When he was struck and killed on his bicycle May 4, he was listed as a homeless man, but Joshua Raine Laven, 39, was anything but. He had friends and homes around the world.

Joshua Raine Laven, 39, was a photographer, a hairdresser and an adventurer who did things without holding back.

When he broke his jaw and hurt his back in an accident during a remodeling job, he found that yoga helped his pain. So he went to India and studied with a master for four months, so that he could share his knowledge with others.

He wasn't just a hairdresser. He worked for Jonathan Salon, the one in the reality show, Blow Out.

Even as a boy, he pushed the limits. His mother remembers him refusing to start bicycling with training wheels. He wanted to go full throttle on two wheels, even though he crashed a few times at the beginning.

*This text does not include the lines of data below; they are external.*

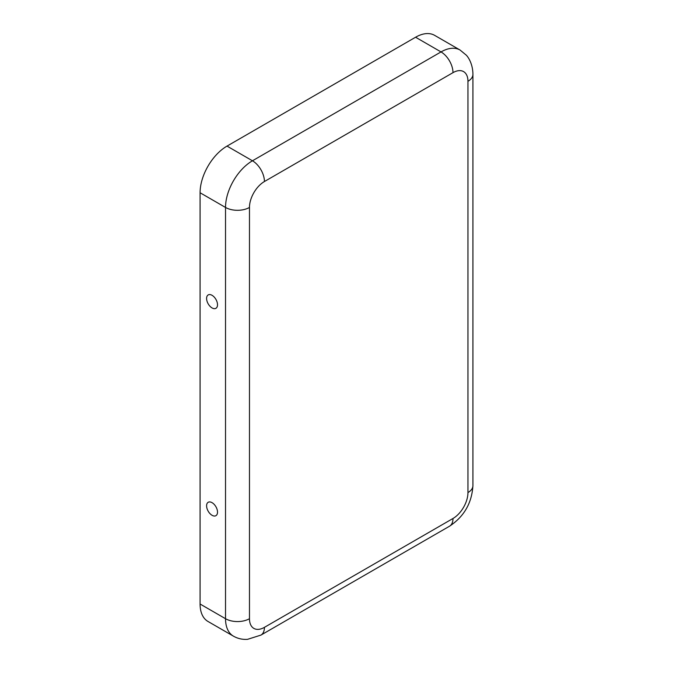 <?xml version="1.0" encoding="UTF-8"?>
<svg xmlns="http://www.w3.org/2000/svg" width="673" height="673" viewBox="0 0 673 673"><rect width="100%" height="100%" fill="white"/><g stroke="black" fill="none" stroke-linecap="round" stroke-linejoin="round"><path stroke-width="1.01" d="M249.473 207.444L249.473 618.706A16.934 9.775 180 0 1 225.522 618.706L225.522 207.444A38.092 21.99 -60 0 1 252.459 160.788A16.934 9.775 -120 0 1 264.43 181.525A21.166 12.215 -60 0 0 249.473 207.444A16.934 9.775 180 0 1 225.522 207.444L200.083 192.756L200.083 604.018A38.092 21.99 120 0 0 207.974 621.457L233.413 636.145C237.746 638.601 242.44 639.67 247.504 639.35L260.931 635.102A16.934 9.775 60 0 0 264.43 627.345L452.988 518.488A16.934 9.775 60 0 1 449.488 526.236L260.931 635.102M212.054 515.291A7.723 4.459 -120 0 0 217.362 513.541A7.723 4.459 -120 0 0 210.758 502.1A7.723 4.459 -120 0 0 206.636 506.609A7.723 4.459 -120 0 0 212.054 515.291M212.054 295.312A7.723 4.459 60 0 1 217.362 306.181A7.723 4.459 60 0 1 211.616 307.654A7.723 4.459 60 0 1 206.611 298.98A7.723 4.459 60 0 1 210.758 294.74A7.723 4.459 60 0 1 212.054 295.312M200.083 192.756A38.092 21.99 -60 0 1 227.02 146.1L415.578 37.234A38.092 21.99 120 0 1 434.623 35.349L460.071 50.038A38.092 21.99 120 0 0 441.017 51.922L415.578 37.234M233.413 636.145A38.092 21.99 120 0 1 225.522 618.706L200.083 604.018M460.071 50.038L466.196 55.085C468.753 57.584 472.909 64.734 472.917 74.383A16.934 9.775 0 0 1 467.954 81.298A21.166 12.215 120 0 0 452.988 72.659A16.934 9.775 -120 0 0 441.017 51.922L252.459 160.788L227.02 146.1M249.473 618.706A21.166 12.215 120 0 0 264.43 627.345M264.43 181.525L452.988 72.659M467.954 81.298L467.954 492.569A16.934 9.775 0 0 0 472.917 485.654L472.917 74.383M467.954 492.569A21.166 12.215 -60 0 1 452.988 518.488M472.917 485.654C471.857 503.076 464.042 516.603 449.488 526.236"/></g></svg>
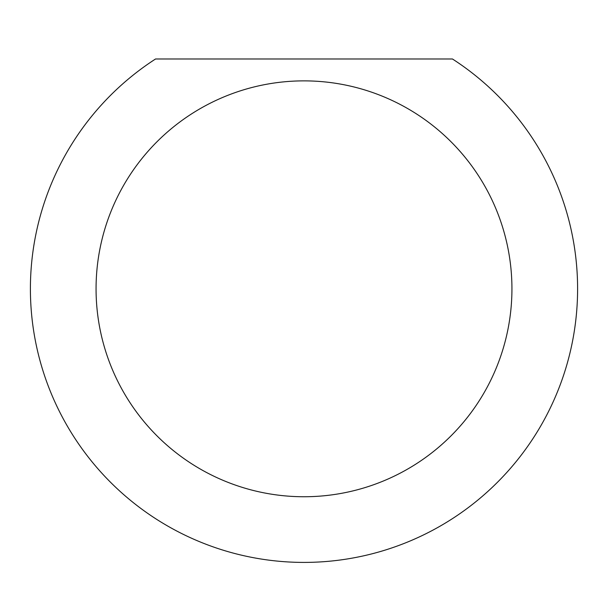 <?xml version="1.0" encoding="UTF-8"?>
<svg xmlns="http://www.w3.org/2000/svg" width="608" height="608" viewBox="0 0 608 608"><rect width="100%" height="100%" fill="white"/><g stroke="black" fill="none" stroke-linecap="round" stroke-linejoin="round"><path stroke-width="0.91" d="M511.936 288.808A207.936 207.936 0 0 0 304 80.872A207.936 207.936 0 0 0 96.064 288.808A207.936 207.936 0 0 0 304 496.744A207.936 207.936 0 0 0 511.936 288.808M452.451 58.984A273.6 273.6 0 0 1 304 562.408A273.6 273.6 0 0 1 155.549 58.984L452.451 58.984"/></g></svg>

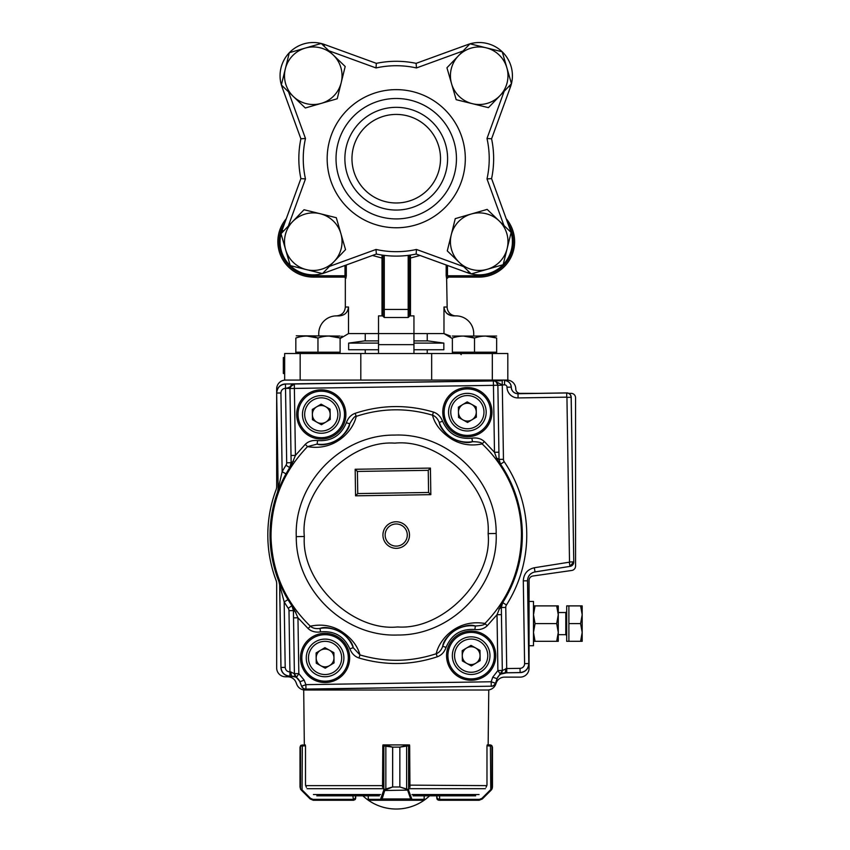 <?xml version="1.0" encoding="UTF-8"?>
<svg xmlns="http://www.w3.org/2000/svg" width="850" height="850" viewBox="0 0 850 850"><rect width="100%" height="100%" fill="white"/><g stroke="black" fill="none" stroke-linecap="round" stroke-linejoin="round"><path stroke-width="1.27" d="M499.949 95.678A28.783 28.783 0 0 0 486.104 47.791A28.783 28.783 0 0 0 458.458 55.781L469.976 43.807L502.233 51.776L506.855 67.734L511.466 83.704L488.431 107.652L472.303 103.668A28.783 28.783 0 0 0 499.949 95.678M451.562 83.725A28.783 28.783 0 0 1 458.458 55.781L446.941 67.766L451.562 83.725A28.783 28.783 0 0 0 472.303 103.668L456.174 99.684L451.562 83.725M396.238 107.334A51.361 51.361 0 0 1 447.599 158.695A51.361 51.361 0 0 1 396.238 210.056A51.361 51.361 0 0 1 344.877 158.695A51.361 51.361 0 0 1 396.238 107.334M456.45 158.695A60.212 60.212 0 0 1 396.238 218.917A60.212 60.212 0 0 1 336.026 158.695A60.212 60.212 0 0 1 396.238 98.483A60.212 60.212 0 0 1 456.45 158.695M351.964 158.695A44.274 44.274 0 0 1 396.238 114.421A44.274 44.274 0 0 1 440.513 158.695A44.274 44.274 0 0 1 396.238 202.98A44.274 44.274 0 0 1 351.964 158.695M416.457 249.454L416.139 254.054A97.41 97.41 0 0 1 376.337 254.054L376.019 249.454A92.979 92.979 0 0 0 416.457 249.454L463.643 266.624M468.446 271.235L467.851 272.871A33.203 33.203 0 0 0 471.197 273.891A33.203 33.203 0 0 1 467.851 272.871L416.139 254.054M512.412 241.666A33.203 33.203 0 0 1 503.168 264.648A33.203 33.203 0 0 0 511.116 232.486A33.203 33.203 0 0 1 512.412 241.666M503.115 264.711A33.203 33.203 0 0 1 471.283 273.913A33.203 33.203 0 0 0 503.115 264.711M376.337 254.054L324.626 272.871A33.203 33.203 0 0 1 322.533 273.551M506.196 218.726A35.424 35.424 0 0 1 514.622 241.666A35.424 35.424 0 0 0 506.196 218.726L491.587 178.606L486.997 178.914A92.979 92.979 0 0 0 486.997 138.476L491.587 138.794L510.404 87.093L491.587 138.794A97.41 97.41 0 0 1 491.587 178.606L510.404 230.308L491.587 178.606A97.41 97.41 0 0 0 491.587 138.794L510.404 87.093A33.203 33.203 0 0 0 511.434 83.736A33.203 33.203 0 0 1 510.404 87.093L508.778 86.498M290.222 265.572A33.203 33.203 0 0 1 281.021 233.75M281.042 233.665A33.203 33.203 0 0 1 282.062 230.308L300.889 178.606A97.41 97.41 0 0 1 300.889 138.794L305.479 138.476A92.979 92.979 0 0 0 305.479 178.914L300.889 178.606M322.458 273.572A33.203 33.203 0 0 1 290.286 265.636M512.412 75.692L512.412 75.777A33.203 33.203 0 0 1 511.456 83.651A33.203 33.203 0 0 0 502.244 51.818A33.203 33.203 0 0 1 511.456 83.651M300.889 138.794L282.062 87.093A33.203 33.203 0 0 1 281.382 85M416.139 63.346L416.457 67.947A92.979 92.979 0 0 0 376.019 67.947L376.337 63.346A97.41 97.41 0 0 1 416.139 63.346L467.851 44.529A33.203 33.203 0 0 1 469.944 43.839A33.203 33.203 0 0 0 467.851 44.529A33.203 33.203 0 0 1 469.944 43.839M281.361 84.915A33.203 33.203 0 0 1 289.297 52.753M289.361 52.689A33.203 33.203 0 0 1 321.194 43.477M321.279 43.499A33.203 33.203 0 0 1 324.626 44.529L376.337 63.346L324.626 44.529L324.031 46.155M470.018 43.818A33.203 33.203 0 0 1 502.191 51.765A33.203 33.203 0 0 0 470.018 43.818A33.203 33.203 0 0 1 502.191 51.765M510.404 230.308A33.203 33.203 0 0 1 511.094 232.401A33.203 33.203 0 0 0 510.404 230.308L509.331 230.701M413.95 343.103L443.838 343.103L427.901 340.892L413.95 340.892M378.526 340.892L364.576 340.892L348.638 343.103L348.638 349.743L378.526 349.743M378.526 343.103L348.638 343.103M443.838 343.103L443.838 349.743L413.95 349.743M292.527 221.722A28.783 28.783 0 0 0 306.372 269.609A28.783 28.783 0 0 0 334.018 261.609L322.501 273.594L290.243 265.625L285.621 249.656L281.01 233.697L304.034 209.738L320.174 213.722A28.783 28.783 0 0 0 292.527 221.722M340.914 233.665A28.783 28.783 0 0 1 334.018 261.609L345.536 249.634L340.914 233.665A28.783 28.783 0 0 0 320.174 213.722L336.303 217.706L340.914 233.665M459.255 262.416A28.783 28.783 0 0 0 507.142 248.561A28.783 28.783 0 0 0 499.152 220.915L511.126 232.433L503.158 264.701L471.24 273.923L447.281 250.899L451.265 234.77A28.783 28.783 0 0 0 459.255 262.416M471.208 214.019A28.783 28.783 0 0 1 499.152 220.915L487.167 209.398L471.208 214.019A28.783 28.783 0 0 0 451.265 234.77L455.249 218.631L471.208 214.019M492.32 353.515L507.811 353.515L507.811 380.078L492.32 380.078L492.32 353.515L284.665 353.515L284.665 380.078L300.156 380.078L300.156 353.515M420.049 255.468L410.476 258.028L410.422 255.064M450.479 336.069L443.976 333.593L413.95 333.593L413.95 315.881L409.519 315.881L409.519 309.442L409.519 316.221L408.191 317.486L408.191 255.372M409.519 255.191L409.519 309.442L384.285 309.442L384.285 317.486L382.957 316.221L382.957 255.191M382.054 255.064L382.001 258.028L372.428 255.468M514.622 241.666A35.424 35.424 0 0 1 479.209 277.089L447.865 277.089L446.622 278.418L446.176 275.761L447.483 275.761L447.939 277.089L447.483 275.761L479.209 275.761A34.096 34.096 0 0 0 507.769 223.051M343.995 277.089A1.328 1.328 0 0 1 345.323 278.418L345.323 307.02L348.5 307.02C347.831 312.492 344.707 315.446 339.15 315.881L339.458 315.871M346.301 275.761L345.854 278.418L344.537 277.079L344.994 275.761L346.301 275.761L346.301 264.988M344.547 277.079L313.267 277.089L344.611 277.089M284.707 223.051A34.096 34.096 0 0 0 313.267 275.761L313.267 277.089A35.424 35.424 0 0 1 286.28 218.726A35.424 35.424 0 0 0 277.854 241.666M446.845 313.395L450.691 315.52M452.37 338.566L443.976 333.593L443.976 307.02C444.656 312.492 447.769 315.446 453.326 315.881L456.014 315.881A8.851 8.851 0 0 1 447.153 307.02L446.622 278.418M378.526 353.515L378.526 344.654L413.95 344.654L413.95 353.515M341.998 336.069L340.106 338.566L348.5 333.593L348.5 307.02M283.337 357.531L284.665 357.531L283.337 357.542L283.337 373.437L284.665 373.437M283.337 357.946L284.665 357.946M283.337 373.437L284.665 373.841M456.014 315.881A17.712 17.712 0 0 1 473.726 333.593L473.726 335.803M339.15 315.881L336.462 315.881A17.712 17.712 0 0 0 318.75 333.593L318.75 335.803M382.957 315.881L378.526 315.881L378.526 344.654M348.5 333.593L413.95 333.593L413.95 344.654M360.814 380.078L360.814 353.515M431.662 380.078L431.662 353.515M511.434 83.736A33.203 33.203 0 0 1 510.404 87.093M502.244 51.818A33.203 33.203 0 0 1 512.412 75.735M427.231 353.515L427.231 349.743M427.231 340.892L427.231 333.593M365.245 353.515L365.245 349.743M365.245 340.892L365.245 333.593M333.221 54.984A28.783 28.783 0 0 0 285.334 68.829A28.783 28.783 0 0 0 293.324 96.475L281.35 84.968L289.319 52.7L321.236 43.467L345.196 66.502L341.211 82.631A28.783 28.783 0 0 0 333.221 54.984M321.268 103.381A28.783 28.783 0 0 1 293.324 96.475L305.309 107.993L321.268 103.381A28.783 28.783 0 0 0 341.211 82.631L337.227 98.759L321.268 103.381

When his closest friend died of a heart attack, Laven, 39, decided to honor him by riding across the country on his friend's bicycle. Because he wanted to bring his dog, a Cairn terrier named Ozziet, he did a lot of his riding at night to avoid the heat.

He left from his home on Cape Cod on his 39th birthday, Sept. 23, and was 100 miles from ending his trip in San Francisco when an unknown person struck his bicycle and left him on the side of Highway 1 by Wilder Ranch on May 4.

Ozziet, who waited by Joshua's bicycle after he was struck,  attracted the attention of cyclists who found his body thrown from the road.

This week his mother, Jennifer Putnam, came to Santa Cruz to ask for the public's help in finding the person who left her son to die on the side of the road. She will hold a press conference with the California Highway Patrol Thursday.

So far, the CHP says it is looking for a 2002-2005 Dodge Ram pickup and asks anyone with information to call (831) 796-2160.

"Please come forward if you know anything, if you've heard anything, if you've seen anything," said Putnam in an interview this week. "He's greatly missed by all of his friends."

Putnam, her sister Dilys Constantino, of Honolulu and Joan Leitner, the woman who found Laven's dog, met at District Attorney Bob Lee's office to discuss their need for a resolution to the case.

"I know it was an accident," said Putnam. "But how can they leave him there to die? Why not call 911? That would have been more humane. I feel bad for them. They have to live the rest of their life knowing they killed someone."

Putnam didn't find out about the death of her only son until three days after his body was found. She was told that police wouldn't go through his belongings, even though he had his passport on him, until the coroner had investigated the death. He was found at 10:40 a.m. by Leitner and her husband Steve, who were riding a tandem bicycle when they spotted Ozziet.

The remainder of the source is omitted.